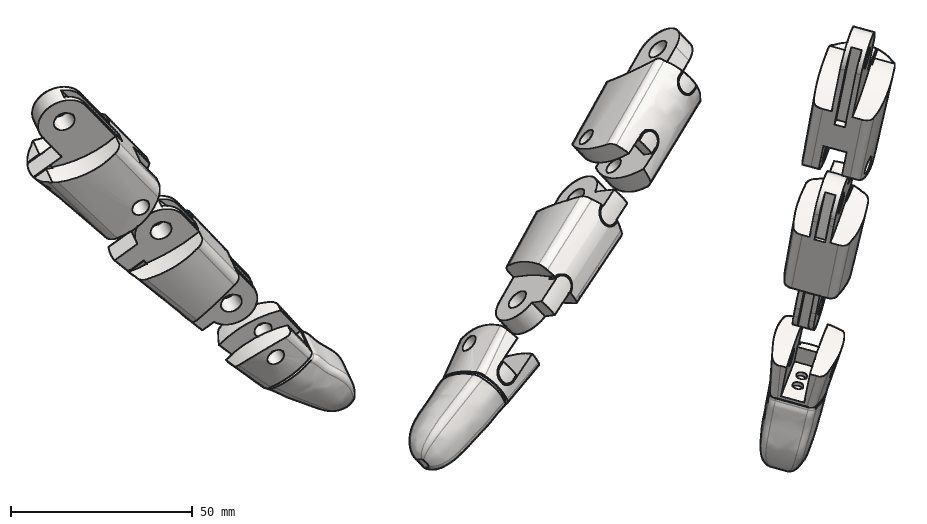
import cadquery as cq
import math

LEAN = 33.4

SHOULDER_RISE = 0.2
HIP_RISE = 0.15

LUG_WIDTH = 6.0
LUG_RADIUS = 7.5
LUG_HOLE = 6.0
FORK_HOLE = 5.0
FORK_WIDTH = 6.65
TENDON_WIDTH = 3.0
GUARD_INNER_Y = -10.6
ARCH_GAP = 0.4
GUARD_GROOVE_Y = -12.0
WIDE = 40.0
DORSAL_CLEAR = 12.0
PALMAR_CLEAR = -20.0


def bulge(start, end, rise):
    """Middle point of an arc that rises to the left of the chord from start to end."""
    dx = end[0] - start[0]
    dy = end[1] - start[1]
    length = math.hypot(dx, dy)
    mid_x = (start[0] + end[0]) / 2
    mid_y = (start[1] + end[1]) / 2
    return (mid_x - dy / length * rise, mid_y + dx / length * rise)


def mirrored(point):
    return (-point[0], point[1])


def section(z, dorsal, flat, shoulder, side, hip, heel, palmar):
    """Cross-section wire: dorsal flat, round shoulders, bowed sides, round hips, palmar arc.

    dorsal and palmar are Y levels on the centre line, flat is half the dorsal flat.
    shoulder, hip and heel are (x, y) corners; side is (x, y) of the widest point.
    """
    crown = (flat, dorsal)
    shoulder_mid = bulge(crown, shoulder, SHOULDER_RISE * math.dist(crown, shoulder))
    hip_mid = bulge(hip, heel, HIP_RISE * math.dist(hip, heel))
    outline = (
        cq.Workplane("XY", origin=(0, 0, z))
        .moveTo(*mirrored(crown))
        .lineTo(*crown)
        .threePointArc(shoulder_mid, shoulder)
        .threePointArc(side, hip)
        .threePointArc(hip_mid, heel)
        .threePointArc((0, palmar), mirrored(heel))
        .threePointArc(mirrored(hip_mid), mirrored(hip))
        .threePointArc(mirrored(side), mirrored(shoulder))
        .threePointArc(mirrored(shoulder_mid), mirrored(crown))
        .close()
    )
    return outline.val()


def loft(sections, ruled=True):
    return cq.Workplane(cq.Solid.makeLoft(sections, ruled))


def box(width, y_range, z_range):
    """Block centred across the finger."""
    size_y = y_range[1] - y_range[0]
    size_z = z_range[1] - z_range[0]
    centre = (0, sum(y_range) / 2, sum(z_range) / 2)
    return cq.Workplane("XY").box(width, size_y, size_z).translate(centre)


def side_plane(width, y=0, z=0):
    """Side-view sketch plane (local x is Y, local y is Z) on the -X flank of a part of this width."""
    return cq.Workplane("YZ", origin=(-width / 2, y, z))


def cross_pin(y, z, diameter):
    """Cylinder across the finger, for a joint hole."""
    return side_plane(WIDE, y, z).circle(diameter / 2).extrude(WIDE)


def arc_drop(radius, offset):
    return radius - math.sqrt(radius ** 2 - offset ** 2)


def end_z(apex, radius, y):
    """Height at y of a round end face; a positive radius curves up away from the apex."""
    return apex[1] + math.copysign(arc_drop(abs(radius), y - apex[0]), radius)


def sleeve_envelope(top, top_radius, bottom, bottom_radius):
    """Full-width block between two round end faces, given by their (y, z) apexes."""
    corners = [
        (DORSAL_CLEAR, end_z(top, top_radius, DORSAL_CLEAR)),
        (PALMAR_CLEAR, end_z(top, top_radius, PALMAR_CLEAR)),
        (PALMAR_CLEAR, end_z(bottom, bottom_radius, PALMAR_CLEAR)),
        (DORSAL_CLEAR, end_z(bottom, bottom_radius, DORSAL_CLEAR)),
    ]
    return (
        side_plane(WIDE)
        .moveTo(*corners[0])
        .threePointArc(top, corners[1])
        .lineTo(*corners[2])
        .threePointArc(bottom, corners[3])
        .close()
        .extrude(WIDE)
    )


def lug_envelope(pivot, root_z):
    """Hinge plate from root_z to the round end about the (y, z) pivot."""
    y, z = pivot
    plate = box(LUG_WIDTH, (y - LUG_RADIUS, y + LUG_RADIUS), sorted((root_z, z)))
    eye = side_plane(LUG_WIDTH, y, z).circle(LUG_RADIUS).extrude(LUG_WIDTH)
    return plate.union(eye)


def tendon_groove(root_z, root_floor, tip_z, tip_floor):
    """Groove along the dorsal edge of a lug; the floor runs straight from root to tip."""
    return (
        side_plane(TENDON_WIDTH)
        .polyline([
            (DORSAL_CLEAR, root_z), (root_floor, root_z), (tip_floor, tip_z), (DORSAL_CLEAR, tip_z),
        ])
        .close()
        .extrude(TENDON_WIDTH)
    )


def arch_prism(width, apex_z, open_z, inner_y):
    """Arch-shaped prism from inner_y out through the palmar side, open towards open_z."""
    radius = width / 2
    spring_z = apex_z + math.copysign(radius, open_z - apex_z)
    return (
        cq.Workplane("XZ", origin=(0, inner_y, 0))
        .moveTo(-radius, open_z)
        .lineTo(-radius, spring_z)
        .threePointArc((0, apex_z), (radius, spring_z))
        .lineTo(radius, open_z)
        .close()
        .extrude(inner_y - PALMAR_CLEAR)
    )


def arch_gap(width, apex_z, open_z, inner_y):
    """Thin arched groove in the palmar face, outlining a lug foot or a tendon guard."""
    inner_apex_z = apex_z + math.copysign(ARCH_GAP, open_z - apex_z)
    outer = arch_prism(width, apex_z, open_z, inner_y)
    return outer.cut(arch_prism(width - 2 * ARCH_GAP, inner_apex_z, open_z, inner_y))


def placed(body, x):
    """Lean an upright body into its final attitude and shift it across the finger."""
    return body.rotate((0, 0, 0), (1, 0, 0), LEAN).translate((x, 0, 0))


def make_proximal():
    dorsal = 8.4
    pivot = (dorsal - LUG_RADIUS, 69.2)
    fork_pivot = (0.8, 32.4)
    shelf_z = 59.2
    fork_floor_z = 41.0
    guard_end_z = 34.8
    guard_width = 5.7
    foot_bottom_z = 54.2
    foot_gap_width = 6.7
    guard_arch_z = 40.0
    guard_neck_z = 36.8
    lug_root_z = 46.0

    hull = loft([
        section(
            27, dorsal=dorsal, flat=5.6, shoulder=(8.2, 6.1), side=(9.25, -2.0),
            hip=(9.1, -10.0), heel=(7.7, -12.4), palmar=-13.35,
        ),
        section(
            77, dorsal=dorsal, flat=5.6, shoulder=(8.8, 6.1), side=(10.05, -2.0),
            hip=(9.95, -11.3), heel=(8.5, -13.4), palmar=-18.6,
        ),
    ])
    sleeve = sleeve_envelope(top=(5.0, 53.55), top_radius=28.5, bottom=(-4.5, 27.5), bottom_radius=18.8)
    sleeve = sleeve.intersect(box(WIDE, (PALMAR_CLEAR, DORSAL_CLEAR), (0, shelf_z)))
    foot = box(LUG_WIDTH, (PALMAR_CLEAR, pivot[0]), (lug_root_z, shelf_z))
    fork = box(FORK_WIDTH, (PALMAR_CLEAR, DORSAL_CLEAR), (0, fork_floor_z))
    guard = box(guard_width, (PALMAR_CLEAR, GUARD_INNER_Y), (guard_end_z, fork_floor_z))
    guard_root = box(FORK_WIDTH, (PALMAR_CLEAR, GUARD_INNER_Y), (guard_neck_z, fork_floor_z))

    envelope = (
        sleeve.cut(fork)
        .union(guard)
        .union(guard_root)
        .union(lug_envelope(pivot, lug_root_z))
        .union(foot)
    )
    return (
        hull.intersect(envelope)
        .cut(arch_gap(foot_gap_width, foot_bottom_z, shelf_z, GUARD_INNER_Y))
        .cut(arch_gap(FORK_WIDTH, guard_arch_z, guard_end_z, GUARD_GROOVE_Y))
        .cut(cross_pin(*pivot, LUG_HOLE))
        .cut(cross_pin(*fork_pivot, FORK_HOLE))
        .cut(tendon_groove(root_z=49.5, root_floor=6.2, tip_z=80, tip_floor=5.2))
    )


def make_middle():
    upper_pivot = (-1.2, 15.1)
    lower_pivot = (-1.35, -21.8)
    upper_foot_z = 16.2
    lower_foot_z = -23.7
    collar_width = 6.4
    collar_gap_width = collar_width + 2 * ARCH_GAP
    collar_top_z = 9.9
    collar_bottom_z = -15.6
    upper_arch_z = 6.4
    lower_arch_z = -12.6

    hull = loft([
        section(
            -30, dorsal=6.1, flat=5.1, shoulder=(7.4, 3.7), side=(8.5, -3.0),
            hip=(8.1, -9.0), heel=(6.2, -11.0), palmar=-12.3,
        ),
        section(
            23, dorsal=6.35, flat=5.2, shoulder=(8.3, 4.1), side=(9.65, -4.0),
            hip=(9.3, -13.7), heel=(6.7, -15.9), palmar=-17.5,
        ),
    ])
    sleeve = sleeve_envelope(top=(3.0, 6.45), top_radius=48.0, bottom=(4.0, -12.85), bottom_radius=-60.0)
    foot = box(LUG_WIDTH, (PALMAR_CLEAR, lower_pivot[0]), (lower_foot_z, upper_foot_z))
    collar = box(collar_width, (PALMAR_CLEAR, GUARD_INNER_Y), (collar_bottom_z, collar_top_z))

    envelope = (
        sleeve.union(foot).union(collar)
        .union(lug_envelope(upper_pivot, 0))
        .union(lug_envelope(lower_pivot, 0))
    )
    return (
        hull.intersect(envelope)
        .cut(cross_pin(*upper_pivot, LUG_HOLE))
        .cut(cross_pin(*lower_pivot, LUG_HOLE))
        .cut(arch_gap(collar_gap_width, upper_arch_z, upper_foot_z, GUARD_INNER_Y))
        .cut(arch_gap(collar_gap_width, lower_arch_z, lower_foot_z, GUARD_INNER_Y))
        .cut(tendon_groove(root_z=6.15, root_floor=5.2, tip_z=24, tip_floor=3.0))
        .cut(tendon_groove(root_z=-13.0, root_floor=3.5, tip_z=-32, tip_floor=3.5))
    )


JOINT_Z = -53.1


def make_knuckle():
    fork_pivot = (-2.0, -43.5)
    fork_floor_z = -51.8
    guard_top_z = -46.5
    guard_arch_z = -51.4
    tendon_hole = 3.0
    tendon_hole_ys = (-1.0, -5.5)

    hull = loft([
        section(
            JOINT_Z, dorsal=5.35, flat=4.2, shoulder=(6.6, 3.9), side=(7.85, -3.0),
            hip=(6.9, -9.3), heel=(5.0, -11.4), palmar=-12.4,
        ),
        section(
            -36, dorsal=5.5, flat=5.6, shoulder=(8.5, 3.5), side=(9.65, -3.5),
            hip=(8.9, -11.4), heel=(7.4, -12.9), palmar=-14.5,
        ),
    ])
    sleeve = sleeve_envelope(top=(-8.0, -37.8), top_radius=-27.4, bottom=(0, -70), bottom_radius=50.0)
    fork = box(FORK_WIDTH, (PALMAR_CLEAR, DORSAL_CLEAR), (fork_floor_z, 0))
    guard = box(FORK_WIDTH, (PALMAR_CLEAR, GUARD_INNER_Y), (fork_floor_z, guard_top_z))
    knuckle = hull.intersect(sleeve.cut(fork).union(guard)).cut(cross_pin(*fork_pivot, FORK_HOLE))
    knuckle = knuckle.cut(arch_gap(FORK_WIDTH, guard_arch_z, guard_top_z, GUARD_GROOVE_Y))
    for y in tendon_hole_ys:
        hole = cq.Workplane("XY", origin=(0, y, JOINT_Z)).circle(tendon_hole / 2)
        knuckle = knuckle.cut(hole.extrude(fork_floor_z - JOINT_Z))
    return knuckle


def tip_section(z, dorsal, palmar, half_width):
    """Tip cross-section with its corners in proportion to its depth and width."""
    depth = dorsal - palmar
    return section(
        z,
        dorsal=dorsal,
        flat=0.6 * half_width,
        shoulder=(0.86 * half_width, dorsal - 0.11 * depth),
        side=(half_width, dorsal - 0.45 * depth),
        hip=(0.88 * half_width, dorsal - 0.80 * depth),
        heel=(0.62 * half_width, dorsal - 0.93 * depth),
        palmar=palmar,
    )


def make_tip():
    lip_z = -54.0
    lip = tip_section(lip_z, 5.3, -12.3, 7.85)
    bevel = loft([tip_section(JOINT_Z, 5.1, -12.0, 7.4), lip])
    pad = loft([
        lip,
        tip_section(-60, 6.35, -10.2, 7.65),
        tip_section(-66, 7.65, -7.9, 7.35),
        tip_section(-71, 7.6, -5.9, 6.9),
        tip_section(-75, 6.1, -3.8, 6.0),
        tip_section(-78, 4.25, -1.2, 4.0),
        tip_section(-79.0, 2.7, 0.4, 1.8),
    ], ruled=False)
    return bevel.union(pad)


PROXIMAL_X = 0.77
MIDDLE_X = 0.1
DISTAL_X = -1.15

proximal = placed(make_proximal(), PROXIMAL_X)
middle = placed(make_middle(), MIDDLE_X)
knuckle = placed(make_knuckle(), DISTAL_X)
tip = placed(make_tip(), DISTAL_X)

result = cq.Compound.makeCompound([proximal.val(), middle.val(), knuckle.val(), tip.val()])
_ _ _ _ _
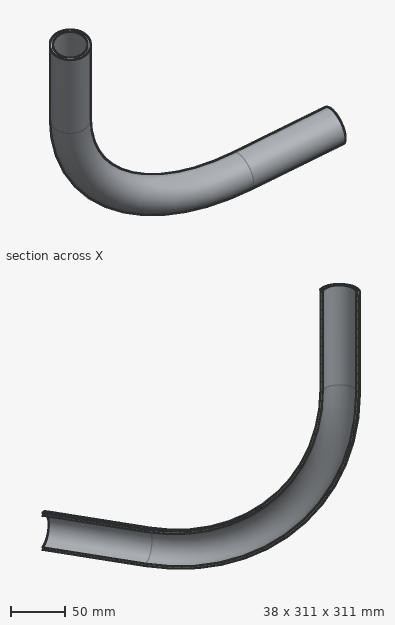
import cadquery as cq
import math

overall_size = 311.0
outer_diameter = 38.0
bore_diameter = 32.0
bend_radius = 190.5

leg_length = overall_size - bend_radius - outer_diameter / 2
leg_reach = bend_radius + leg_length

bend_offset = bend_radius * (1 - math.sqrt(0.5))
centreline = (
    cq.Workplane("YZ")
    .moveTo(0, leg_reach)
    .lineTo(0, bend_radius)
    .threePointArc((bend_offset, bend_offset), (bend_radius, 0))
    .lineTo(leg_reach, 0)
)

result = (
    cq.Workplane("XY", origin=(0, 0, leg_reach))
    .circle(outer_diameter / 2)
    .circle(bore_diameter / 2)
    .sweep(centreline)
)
_ _ _ _ _
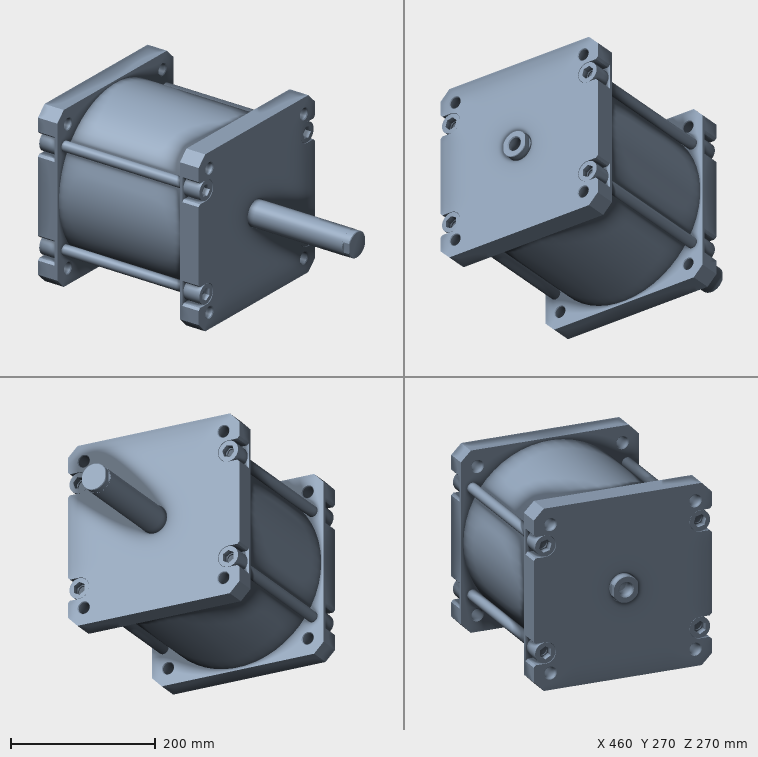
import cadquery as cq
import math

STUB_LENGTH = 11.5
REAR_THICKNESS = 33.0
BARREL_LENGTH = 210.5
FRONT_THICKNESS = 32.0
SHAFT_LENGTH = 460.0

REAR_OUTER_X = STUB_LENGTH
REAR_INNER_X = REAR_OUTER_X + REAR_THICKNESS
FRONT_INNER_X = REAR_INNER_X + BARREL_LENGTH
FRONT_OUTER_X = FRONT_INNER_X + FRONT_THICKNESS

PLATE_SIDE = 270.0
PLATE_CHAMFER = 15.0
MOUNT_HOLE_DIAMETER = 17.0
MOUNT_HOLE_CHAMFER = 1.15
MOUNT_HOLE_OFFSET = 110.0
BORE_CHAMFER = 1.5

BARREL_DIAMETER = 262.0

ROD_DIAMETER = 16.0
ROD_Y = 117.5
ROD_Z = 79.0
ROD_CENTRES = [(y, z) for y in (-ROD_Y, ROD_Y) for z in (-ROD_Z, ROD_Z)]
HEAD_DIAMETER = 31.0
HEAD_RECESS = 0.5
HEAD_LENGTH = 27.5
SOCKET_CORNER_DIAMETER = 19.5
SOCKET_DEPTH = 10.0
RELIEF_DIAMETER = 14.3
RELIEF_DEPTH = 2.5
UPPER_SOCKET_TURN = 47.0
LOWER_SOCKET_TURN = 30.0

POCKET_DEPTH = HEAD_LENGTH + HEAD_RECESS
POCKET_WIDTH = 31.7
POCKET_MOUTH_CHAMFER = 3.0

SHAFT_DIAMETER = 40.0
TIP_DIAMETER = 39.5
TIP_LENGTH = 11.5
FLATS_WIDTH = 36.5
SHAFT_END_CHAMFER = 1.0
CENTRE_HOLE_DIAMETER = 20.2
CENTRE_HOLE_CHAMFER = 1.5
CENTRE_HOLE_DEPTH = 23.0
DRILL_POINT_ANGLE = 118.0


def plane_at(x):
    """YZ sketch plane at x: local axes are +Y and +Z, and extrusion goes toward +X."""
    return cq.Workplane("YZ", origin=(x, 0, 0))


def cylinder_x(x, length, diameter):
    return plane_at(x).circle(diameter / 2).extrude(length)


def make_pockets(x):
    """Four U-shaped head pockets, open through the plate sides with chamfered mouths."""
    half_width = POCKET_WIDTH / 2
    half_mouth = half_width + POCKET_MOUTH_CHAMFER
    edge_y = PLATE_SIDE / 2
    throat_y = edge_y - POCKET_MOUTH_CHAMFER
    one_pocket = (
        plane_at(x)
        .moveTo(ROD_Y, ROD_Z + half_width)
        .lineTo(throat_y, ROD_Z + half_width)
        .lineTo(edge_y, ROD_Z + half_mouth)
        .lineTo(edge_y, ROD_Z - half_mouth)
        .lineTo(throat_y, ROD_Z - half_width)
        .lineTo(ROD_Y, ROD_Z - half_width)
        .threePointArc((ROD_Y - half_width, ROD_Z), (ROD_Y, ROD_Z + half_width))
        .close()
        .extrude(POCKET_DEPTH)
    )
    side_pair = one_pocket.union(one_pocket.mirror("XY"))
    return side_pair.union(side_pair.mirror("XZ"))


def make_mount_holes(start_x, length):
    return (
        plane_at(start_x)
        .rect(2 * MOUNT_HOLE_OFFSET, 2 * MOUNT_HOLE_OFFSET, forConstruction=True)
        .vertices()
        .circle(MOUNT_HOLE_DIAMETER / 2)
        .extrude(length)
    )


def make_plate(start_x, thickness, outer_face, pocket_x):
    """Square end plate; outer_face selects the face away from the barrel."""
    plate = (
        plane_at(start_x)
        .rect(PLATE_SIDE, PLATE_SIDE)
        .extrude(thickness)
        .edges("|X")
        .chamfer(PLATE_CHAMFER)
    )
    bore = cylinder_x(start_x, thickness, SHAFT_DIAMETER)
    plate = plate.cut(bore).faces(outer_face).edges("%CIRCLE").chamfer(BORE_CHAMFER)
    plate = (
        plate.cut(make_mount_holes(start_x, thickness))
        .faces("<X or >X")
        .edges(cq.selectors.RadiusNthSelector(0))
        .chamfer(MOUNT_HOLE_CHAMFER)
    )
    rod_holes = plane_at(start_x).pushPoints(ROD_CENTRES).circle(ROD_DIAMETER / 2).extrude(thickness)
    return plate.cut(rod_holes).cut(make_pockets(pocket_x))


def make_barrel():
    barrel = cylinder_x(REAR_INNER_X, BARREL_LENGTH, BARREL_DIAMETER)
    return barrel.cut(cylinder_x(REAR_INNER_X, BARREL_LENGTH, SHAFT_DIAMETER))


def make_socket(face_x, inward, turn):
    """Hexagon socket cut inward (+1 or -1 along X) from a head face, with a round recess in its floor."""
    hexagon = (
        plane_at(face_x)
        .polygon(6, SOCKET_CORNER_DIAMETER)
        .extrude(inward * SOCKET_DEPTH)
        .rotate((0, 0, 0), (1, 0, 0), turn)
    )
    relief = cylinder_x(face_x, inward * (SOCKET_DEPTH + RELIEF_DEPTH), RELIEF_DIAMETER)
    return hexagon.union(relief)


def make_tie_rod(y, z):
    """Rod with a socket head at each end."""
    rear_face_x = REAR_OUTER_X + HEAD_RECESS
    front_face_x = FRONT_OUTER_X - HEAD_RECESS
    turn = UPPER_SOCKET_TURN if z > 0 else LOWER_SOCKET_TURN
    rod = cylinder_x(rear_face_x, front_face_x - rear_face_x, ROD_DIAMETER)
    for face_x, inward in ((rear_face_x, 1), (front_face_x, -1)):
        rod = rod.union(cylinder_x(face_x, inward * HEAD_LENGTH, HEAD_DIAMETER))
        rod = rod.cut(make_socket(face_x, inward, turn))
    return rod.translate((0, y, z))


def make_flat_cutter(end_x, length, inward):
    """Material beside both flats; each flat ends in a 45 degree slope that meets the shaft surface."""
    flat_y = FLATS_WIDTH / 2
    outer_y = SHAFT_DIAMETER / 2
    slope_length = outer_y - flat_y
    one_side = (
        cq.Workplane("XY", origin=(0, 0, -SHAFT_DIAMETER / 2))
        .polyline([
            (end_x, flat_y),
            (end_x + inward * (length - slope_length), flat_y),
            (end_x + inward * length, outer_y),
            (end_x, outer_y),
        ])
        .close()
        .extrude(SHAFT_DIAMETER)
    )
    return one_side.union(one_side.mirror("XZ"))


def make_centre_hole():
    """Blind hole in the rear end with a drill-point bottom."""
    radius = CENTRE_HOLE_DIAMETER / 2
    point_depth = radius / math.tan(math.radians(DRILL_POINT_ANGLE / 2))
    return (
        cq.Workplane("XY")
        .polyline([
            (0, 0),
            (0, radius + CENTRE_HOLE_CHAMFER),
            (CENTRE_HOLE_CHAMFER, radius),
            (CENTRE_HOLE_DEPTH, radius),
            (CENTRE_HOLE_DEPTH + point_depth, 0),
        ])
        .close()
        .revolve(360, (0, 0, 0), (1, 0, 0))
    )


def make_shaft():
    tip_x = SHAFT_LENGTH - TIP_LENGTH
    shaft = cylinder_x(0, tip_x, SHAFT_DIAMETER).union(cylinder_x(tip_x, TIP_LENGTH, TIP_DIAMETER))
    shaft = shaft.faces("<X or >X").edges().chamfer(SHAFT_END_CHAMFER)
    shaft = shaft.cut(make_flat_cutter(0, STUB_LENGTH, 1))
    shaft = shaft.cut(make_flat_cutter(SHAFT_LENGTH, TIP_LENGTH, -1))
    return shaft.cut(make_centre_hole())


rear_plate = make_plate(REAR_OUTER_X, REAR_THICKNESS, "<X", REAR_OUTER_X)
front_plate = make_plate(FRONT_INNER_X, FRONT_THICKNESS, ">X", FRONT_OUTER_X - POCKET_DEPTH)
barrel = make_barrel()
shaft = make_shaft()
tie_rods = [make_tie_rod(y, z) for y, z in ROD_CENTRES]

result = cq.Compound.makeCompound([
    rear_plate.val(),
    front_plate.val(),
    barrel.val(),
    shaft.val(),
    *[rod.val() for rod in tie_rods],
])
_ _ _ _ _
● **TASK GOAL**
Could you restate word for word the lines above from the one containing "bottom=(-4.5, 27.5), bottom_radius=18.8)" through the one containing "GUARD_INNER_Y), (guard_end_z, fork_floor_z))", both included, and nothing else?

● **REPLY**
    sleeve = sleeve_envelope(top=(5.0, 53.55), top_radius=28.5, bottom=(-4.5, 27.5), bottom_radius=18.8)
    sleeve = sleeve.intersect(box(WIDE, (PALMAR_CLEAR, DORSAL_CLEAR), (0, shelf_z)))
    foot = box(LUG_WIDTH, (PALMAR_CLEAR, pivot[0]), (lug_root_z, shelf_z))
    fork = box(FORK_WIDTH, (PALMAR_CLEAR, DORSAL_CLEAR), (0, fork_floor_z))
    guard = box(guard_width, (PALMAR_CLEAR, GUARD_INNER_Y), (guard_end_z, fork_floor_z))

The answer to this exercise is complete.